Due to unforseen circumstances the test phase will be conducted on Codabench. For more information, please check our Google group and the submission instructions on the Codabench page.
All deadlines are 11.59 pm UTC -12h (“Anywhere on Earth”). The timeframe of the test phase may change.
With groundbreaking innovations in unsupervised learning and scalable architectures the opportunities (but also risks) of automatically generating audio, images, video and text, seem overwhelming. Human evaluations of this content are costly and are often infeasible to collect. Thus, the need for automatic metrics that reliably judge the quality of generation systems and their outputs, is stronger than ever. Current state-of-the-art metrics for natural language generation (NLG) still do not match the performance of human experts. They are mostly based on black-box language models and usually return a single quality score (sentence-level), making it difficult to explain their internal decision process and their outputs [e.g. 14, 15].
The release of APIs to large language models (LLMs), like ChatGPT and the recent open-source availability of LLMs like LLaMA has led to a boost of research in NLP, including LLM-based metrics. Metrics like GEMBA [7] explore the prompting of ChatGPT and GPT4 to directly leverage them as metrics. Instructscore [12] goes in a different direction and finetunes a LLaMA model to predict a fine grained error diagnosis of machine translated content. We notice that current work (1) does not systematically evaluate the vast amount of possible prompts and prompting techniques for metric usage, including, for example, approaches that explain a task to a model or let the model explain a task itself, and (2) rarely evaluates the performance of recent open-source LLMs, while their usage is incredibly important to improve the reproducibility of metric research, compared to closed-source metrics.
This year’s Eval4NLP shared task, combines these two aspects. We provide a selection of open-source, pre-trained LLMs. The task is to develop strategies to extract scores from these LLM’s that grade machine translations and summaries. We will specifically focus on prompting techniques, therefore, fine-tuning of the LLM’s is not allowed.

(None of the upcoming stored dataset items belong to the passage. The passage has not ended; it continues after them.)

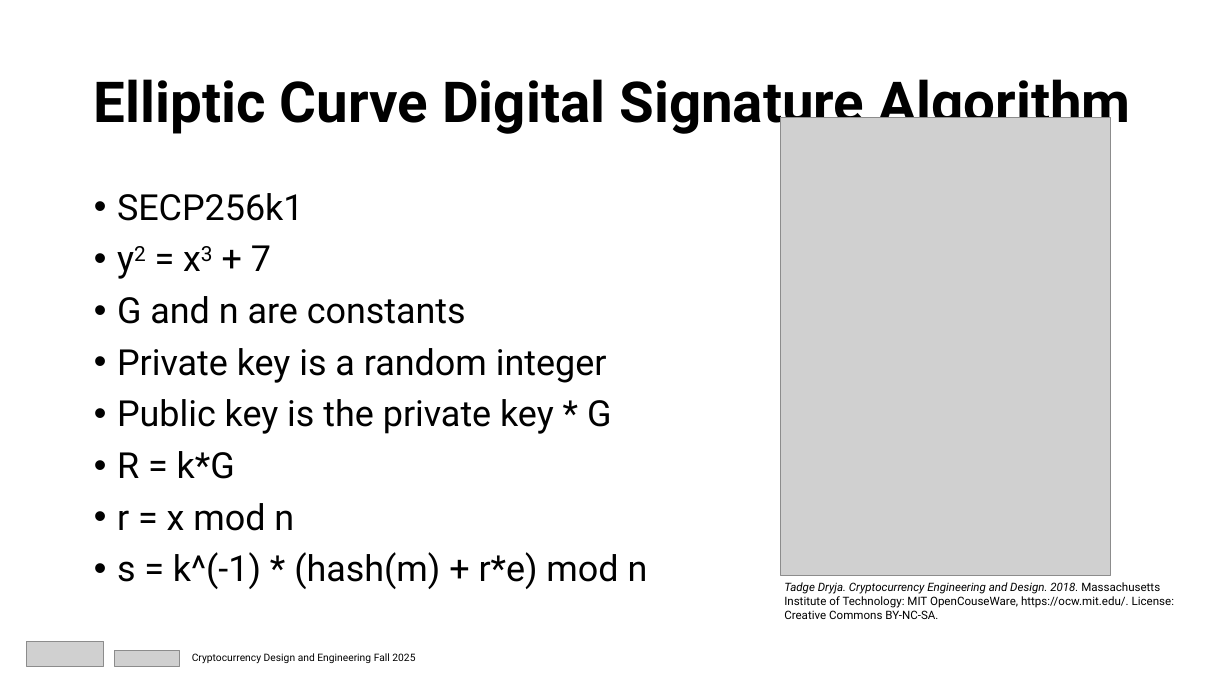
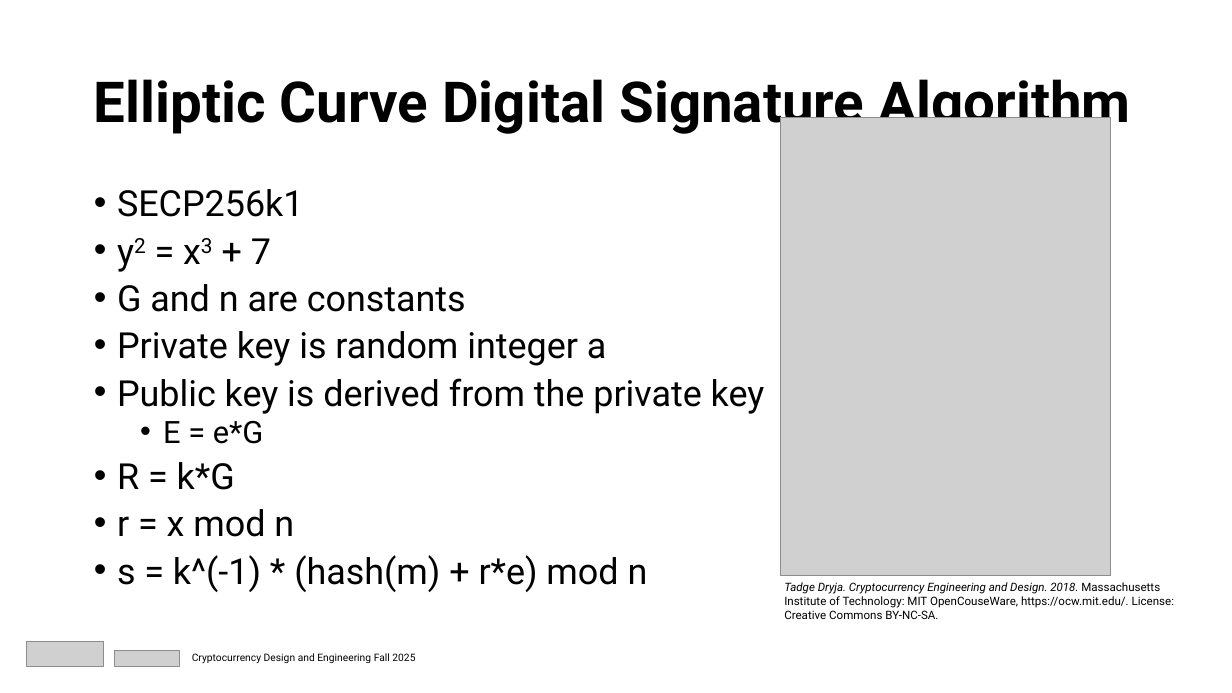
Before and after one commit to mit-dci-cde-2025/mit-dci-cde-2025-classroom-students-assignment-2-cde2025.2-digital-signatures-makerere, a slide deck: slide 8 of assignment_3_background.pptx (slide 7 before the commit). Drawn at 1232x693 pixels with LibreOffice and Linux fonts; fonts in the diff are those of the drawing; grey boxes stand for pictures. Boxes give left, top, right and bottom in pixels: in the first picture for what was removed or moved away, otherwise in the second. Text is boxed around its words. In the diff, an @@ line names an element or a change of style, - is before the commit and + after.

Commit message:
Updated slides

```diff
--- a/assignment_3_background.pptx
+++ b/assignment_3_background.pptx
@@ text at bbox=[117, 189, 648, 592]: line spacing 0.9 to 0.8 @@
@@ text at bbox=[117, 331, 765, 444]: text changed @@
-• Private key is a random integer
-• Public key is the private key * G
+• Private key is random integer a
+• Public key is derived from the private key
+  • E = e*G
```
Also in this commit, not shown: 1 other slide changed, 1 slide added, 1 other file.

Based on the submissions, we hope to explore and formalize prompting approaches for open-source LLM-based metrics and, with that, help to improve their correlation to human judgements. As many prompting techniques produce explanations as a side product we hope that this task will also lead to more explainable metrics. Also, we want to evaluate which of the selected open-source models provide the best capabilities as metrics, thus, as a base for fine-tuning.
Prompting strategies for LLM-based metrics: We want to explore which prompting strategies perform best for LLM-based metrics. E.g., few-shot prompting [1], where examples of other solutions are given in a prompt, chain-of-thought reasoning (CoT) [2], where the model is prompted to provide a multi-step explanation itself, or tree-of-thought prompting [3], where different explanation paths are considered, and the best is chosen. Also, automatic prompt generation might be considered [4]. Numerous other recent works explore further prompting strategies, some of which use multiple evaluation passes.
Score aggregation for LLM-based metrics: We also want to explore which strategies best aggregate the model scores from LLM-based metrics. E.g., scores might be extracted as the probability of a paraphrase being created [5, 6], or they could be extracted from LLM output directly [7].
Explainability for LLM-based metrics: We want to analyze whether the metrics that provide the best explanations (for example with CoT) will achieve the highest correlation to human judgements. We assume that this is the case, due to the human judgements being based on fine-grained evaluations themselves (e.g. MQM for machine translation). Metric explainability additionally could aid many more use-cases as discussed in [14, 15]. This goal is also in line with the Eval4NLP21 shared task [16], which explored the use of explainability techniques to compute word-level scores.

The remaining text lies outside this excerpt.